As a point of comparison, here's what I wrote after my first test drive last year:
Just got back from test driving a Tesla Model S.
Holy. God.
There are two things that are dramatic and amazing about the Tesla, and they are flatly contradictory. First, it feels exactly like a normal car, in nearly every way. Second, it feels like it was air-dropped from about 75 years in the future. After a few minutes behind the wheel, you can't help but looking around at all of the drones in their clattering, wheezing, belching contraptions and thinking, "those poor fools. When will they join the future?"
Seriously.
There are little things about the Tesla that announce its difference, like the fact that there's no key, but when you first get in and pull away, it really does feel like a regular car. The ergonomics are decent (except for the center console, which doesn't open or provide storage, which is dumb). The steering wheel is nicely set up. The controls are where you expect them to be, and have a nice, high-quality feel. The giant screen takes a little getting used to, but not much more than the iPad did the first time you used that.
But mostly, it just feels like a big luxury sports sedan; like an Audi, sort of. The seats could use a bit more bolstering, and it needs map pockets, but even the inherent silence of the car is masked a bit by the HVAC system on a hot day like today, so it doesn't really feel that special.

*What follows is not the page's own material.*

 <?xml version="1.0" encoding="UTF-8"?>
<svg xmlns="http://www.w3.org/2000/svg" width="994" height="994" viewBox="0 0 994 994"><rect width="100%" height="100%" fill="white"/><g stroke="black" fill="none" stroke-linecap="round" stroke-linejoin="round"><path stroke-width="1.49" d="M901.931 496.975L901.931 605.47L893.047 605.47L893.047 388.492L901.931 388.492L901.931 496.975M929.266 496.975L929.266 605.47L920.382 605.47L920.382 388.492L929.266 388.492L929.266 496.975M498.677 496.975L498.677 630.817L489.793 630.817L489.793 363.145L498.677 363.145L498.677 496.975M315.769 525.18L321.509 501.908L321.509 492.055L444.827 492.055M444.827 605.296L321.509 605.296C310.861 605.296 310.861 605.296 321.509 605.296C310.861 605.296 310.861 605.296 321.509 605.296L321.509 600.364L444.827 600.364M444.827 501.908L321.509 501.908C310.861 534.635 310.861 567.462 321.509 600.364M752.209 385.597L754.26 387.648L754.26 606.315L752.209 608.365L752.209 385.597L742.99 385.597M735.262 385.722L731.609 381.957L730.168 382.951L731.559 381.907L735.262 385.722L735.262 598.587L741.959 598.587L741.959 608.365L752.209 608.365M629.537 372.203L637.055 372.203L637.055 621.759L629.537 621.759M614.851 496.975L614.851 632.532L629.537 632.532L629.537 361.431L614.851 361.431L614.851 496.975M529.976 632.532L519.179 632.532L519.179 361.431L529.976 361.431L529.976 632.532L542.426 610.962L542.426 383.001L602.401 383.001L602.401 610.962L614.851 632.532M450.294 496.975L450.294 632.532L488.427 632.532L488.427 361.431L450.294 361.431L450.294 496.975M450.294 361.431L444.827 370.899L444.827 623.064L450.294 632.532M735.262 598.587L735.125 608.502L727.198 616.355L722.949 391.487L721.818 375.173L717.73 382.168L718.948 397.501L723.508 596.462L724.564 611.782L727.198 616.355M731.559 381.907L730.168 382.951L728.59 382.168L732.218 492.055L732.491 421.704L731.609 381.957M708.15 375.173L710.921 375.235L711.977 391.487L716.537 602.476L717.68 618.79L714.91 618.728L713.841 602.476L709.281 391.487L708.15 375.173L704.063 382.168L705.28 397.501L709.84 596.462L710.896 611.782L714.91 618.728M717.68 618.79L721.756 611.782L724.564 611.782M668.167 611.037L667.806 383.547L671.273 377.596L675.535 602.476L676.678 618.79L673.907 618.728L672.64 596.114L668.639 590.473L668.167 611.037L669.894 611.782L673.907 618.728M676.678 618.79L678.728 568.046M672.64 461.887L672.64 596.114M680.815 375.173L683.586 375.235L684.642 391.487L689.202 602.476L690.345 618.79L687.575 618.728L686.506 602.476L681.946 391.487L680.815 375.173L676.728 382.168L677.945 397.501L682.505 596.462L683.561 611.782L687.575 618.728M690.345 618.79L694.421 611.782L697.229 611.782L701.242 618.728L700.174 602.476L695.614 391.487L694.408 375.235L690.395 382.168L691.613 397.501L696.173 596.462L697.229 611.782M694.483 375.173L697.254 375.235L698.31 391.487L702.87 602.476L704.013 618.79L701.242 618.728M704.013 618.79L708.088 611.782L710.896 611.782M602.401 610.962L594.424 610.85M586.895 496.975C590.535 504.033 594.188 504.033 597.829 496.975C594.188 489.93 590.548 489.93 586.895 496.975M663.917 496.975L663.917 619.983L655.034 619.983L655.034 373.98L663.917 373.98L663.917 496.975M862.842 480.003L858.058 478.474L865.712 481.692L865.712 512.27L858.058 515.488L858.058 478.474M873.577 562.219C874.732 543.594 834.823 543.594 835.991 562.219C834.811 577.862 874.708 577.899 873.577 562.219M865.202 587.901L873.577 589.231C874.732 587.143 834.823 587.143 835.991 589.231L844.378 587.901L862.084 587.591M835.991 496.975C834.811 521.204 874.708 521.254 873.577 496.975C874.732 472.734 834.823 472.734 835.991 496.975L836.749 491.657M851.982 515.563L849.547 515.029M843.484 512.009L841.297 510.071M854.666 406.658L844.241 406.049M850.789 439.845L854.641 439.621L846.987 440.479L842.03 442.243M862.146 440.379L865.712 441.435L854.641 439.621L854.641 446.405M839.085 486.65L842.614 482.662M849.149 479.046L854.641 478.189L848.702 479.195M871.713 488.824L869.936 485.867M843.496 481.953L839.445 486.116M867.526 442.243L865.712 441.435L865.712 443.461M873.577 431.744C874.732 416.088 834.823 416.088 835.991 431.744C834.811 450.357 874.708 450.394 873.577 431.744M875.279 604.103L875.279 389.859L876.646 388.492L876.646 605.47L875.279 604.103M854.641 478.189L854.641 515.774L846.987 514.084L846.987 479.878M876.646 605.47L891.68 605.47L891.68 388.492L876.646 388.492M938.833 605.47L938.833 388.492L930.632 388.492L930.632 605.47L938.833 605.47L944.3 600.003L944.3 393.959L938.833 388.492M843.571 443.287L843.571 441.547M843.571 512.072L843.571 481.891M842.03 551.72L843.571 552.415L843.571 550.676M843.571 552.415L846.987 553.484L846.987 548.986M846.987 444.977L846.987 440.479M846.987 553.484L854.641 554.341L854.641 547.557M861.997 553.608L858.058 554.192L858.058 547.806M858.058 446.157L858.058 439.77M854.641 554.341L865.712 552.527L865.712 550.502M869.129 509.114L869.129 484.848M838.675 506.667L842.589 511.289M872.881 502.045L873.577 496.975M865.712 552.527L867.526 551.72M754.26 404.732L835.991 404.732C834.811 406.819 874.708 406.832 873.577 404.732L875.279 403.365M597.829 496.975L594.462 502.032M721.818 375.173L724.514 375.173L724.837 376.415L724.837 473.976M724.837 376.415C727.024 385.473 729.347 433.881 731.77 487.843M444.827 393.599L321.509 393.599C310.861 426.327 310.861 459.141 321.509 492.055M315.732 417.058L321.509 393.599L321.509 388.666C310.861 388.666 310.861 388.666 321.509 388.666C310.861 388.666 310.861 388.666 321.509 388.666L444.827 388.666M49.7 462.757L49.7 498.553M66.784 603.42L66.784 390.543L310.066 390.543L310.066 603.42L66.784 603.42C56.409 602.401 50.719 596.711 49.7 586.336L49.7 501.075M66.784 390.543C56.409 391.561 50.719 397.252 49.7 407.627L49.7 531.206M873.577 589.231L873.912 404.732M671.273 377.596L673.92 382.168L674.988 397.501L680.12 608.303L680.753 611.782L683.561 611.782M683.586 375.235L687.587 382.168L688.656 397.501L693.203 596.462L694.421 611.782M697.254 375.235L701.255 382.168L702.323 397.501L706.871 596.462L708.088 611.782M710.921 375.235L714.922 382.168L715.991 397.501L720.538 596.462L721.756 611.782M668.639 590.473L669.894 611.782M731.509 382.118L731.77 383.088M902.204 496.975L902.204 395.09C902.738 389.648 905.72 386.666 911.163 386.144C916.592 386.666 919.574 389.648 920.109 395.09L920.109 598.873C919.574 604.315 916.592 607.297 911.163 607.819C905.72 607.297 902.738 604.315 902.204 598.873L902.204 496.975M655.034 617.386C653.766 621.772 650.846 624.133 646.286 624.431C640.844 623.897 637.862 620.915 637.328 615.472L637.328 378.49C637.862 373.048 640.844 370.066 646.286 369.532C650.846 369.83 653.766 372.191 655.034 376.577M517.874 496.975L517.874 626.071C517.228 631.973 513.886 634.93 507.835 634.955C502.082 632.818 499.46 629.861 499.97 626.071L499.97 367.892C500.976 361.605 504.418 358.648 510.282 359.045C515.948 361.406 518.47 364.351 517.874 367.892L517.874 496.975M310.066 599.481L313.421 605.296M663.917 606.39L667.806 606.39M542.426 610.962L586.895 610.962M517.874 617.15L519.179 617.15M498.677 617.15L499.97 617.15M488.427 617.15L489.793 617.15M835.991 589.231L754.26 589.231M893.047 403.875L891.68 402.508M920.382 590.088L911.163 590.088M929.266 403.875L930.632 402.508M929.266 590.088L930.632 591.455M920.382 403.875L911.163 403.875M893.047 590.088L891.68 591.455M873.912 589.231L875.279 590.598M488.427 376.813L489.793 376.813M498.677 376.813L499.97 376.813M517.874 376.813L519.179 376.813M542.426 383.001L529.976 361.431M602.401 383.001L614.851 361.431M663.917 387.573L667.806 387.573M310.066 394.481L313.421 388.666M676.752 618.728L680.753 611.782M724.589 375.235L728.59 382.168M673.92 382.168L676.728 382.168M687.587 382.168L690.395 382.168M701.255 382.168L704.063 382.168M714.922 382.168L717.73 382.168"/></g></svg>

And then you get free of traffic, and you stand on it, and you realize that all of the cliches are exactly true. It feels like one of those roller coasters with the linear electric motors launching out of a tube. It is like NOTHING you've ever driven. It is crazily, ungodly fast, with response that makes a mockery of every use of the word "instant" to describe the throttle in an internal combustion car. And it doesn't shift, so the push in the back hits hard and just stays constant as long as you've got the balls to stay in it (which, in the C Street tunnel, was to...well, let's just say I am glad there weren't any mobile speed cameras out today).
And, again unlike any car you've ever driven, you are never in the wrong gear. You never have to wait for it to kick down. You never have to wait for it to come on boost, or on cam, or on anything. It's just ON, right now, so if you want to pass that slowpoke in front of you at 60, WHACK, boom, you are around him.
It is, for me, the measure of a great car that it makes me laugh out loud. The RX-8 did it the first time I drove it. So did the 911, and the Boxster S.
The car made me guffaw--and I am neither making that up or exaggerating. I found myself actually, literally guffawing.
I can't say much about the handling, since my test route consisted mostly of high speed blasts between traffic jams in downtown DC, but the chassis tuning feels incredibly sophisticated, so much so that you'd swear this was a company with a long, storied history of building cars that stormed the autobahn, rather than the sophomore effort from a bunch of coders in Northern California. Tesla's chassis tuning makes every other car company look stupid. You can't build something this good, this quickly without making it seem like everyone else is doing it very, very wrong.
The giant touch screen is probably a huge pain in the butt to use in the winter wearing gloves, or at high speeds, but the level of intuitive control over the car's systems is astonishing. You can turn off the "creep" that is designed to simulate a slushbox, and turn up (or, actually, leave in default) the regenerative braking, and suddenly the car feels like the message from the future that it actually is.
And I haven't mentioned that it's huge, or that it has an enormous amount of passenger space, or that it can seat 7 (sort of), because you don't really notice any of that from the driver's seat.
So, yes. This car is really something else. Believe the hype.